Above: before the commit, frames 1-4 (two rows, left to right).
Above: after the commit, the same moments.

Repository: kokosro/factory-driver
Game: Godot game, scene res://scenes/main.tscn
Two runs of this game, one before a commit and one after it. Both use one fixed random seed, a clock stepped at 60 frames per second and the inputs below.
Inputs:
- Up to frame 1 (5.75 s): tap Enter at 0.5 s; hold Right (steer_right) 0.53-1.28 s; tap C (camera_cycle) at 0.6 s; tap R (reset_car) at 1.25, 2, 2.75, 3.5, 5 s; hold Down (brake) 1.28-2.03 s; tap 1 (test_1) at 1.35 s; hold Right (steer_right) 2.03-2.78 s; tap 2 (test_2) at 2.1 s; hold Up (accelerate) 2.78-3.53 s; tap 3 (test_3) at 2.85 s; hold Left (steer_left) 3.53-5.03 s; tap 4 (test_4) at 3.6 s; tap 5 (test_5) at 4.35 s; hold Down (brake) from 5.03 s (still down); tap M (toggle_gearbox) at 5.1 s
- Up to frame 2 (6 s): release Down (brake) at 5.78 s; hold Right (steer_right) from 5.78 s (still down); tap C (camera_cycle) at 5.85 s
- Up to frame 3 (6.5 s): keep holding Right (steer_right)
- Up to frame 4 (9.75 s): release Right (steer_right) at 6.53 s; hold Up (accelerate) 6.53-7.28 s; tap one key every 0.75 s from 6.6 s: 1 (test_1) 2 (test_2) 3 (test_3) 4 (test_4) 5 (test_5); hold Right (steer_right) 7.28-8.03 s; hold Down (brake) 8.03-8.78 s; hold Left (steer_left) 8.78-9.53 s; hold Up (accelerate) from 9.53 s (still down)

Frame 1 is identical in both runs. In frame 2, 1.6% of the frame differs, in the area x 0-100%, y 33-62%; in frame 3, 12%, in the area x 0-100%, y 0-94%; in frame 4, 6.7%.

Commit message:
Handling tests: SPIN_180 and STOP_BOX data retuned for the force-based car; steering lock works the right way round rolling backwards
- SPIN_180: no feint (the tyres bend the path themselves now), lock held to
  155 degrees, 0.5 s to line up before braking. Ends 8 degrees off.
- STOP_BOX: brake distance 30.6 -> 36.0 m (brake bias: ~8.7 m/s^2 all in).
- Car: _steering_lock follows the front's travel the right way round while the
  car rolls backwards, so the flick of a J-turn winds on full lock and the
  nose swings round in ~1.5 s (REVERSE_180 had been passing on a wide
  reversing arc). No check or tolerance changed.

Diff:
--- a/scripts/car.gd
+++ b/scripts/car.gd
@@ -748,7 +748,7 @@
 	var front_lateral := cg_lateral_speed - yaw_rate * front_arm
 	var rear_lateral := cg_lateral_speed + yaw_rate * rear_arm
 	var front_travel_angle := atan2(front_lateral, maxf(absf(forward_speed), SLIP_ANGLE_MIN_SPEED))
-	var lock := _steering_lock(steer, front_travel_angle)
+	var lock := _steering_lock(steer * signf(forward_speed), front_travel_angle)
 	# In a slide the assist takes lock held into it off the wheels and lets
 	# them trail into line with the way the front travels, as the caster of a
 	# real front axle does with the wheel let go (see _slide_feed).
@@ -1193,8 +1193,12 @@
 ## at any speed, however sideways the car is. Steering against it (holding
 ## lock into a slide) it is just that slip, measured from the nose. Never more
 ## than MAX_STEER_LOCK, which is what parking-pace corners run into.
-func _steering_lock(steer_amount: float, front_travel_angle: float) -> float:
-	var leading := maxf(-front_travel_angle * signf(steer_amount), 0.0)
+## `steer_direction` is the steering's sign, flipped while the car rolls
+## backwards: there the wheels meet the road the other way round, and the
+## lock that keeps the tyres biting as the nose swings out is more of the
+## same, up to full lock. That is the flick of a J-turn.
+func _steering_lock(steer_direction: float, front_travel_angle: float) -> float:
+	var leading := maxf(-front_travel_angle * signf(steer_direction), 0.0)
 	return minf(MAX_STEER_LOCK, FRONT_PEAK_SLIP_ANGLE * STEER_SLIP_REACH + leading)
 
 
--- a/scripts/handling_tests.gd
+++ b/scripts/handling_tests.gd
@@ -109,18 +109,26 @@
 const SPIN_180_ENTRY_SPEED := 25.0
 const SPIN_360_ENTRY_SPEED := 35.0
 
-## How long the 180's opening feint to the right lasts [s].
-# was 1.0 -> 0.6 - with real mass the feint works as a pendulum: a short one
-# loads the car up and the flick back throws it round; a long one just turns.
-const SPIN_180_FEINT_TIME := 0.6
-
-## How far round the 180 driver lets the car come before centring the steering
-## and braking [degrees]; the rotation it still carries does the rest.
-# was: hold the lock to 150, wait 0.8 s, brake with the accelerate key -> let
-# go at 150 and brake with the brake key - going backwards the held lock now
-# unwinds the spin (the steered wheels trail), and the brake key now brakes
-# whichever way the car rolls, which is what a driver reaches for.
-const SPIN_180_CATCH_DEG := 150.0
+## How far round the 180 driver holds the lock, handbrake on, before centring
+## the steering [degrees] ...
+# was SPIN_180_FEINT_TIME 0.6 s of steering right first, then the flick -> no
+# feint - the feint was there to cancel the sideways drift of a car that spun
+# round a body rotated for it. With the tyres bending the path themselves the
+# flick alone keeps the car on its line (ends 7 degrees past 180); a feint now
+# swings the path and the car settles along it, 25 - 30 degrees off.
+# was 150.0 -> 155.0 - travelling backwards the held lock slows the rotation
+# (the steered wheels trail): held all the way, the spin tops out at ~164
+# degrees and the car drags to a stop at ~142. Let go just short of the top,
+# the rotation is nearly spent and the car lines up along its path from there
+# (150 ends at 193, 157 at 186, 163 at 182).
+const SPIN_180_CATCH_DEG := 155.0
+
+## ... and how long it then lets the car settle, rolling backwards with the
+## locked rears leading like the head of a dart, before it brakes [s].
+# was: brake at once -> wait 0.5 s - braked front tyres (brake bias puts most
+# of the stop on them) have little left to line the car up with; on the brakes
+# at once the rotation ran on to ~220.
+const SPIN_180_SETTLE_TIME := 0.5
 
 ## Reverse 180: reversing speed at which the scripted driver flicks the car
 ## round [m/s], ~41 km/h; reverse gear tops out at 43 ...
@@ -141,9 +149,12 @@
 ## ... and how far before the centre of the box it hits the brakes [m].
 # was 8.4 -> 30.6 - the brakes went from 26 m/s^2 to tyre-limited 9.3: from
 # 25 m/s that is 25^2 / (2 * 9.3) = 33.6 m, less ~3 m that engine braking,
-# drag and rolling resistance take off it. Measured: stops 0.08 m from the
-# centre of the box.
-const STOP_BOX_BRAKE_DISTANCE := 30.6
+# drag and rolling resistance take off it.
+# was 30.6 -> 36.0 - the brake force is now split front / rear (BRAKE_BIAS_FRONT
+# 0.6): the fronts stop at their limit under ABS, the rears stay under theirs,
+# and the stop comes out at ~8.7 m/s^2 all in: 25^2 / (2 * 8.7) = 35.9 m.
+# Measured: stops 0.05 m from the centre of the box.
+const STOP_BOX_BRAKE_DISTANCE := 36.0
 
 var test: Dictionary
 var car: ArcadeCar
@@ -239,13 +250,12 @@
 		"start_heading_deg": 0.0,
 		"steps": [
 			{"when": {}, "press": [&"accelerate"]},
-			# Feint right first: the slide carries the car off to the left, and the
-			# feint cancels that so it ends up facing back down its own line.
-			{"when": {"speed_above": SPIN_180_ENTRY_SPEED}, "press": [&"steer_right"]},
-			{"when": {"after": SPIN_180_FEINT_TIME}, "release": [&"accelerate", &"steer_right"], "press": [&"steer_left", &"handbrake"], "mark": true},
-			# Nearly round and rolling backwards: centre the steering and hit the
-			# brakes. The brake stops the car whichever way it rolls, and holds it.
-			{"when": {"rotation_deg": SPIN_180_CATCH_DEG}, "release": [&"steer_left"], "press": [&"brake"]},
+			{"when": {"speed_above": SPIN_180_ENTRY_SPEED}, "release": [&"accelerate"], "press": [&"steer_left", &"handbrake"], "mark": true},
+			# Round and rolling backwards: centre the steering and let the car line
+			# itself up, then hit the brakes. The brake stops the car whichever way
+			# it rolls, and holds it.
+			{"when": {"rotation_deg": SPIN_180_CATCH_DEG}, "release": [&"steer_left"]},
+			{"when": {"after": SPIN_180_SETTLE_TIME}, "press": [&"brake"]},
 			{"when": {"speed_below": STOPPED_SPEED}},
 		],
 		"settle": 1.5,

• [YOUR ASSIGNMENT]
Within the records, the lines containing the string "brakes" are to be counted and their number given without comment.

• [REPLY TO THE EXERCISE]
7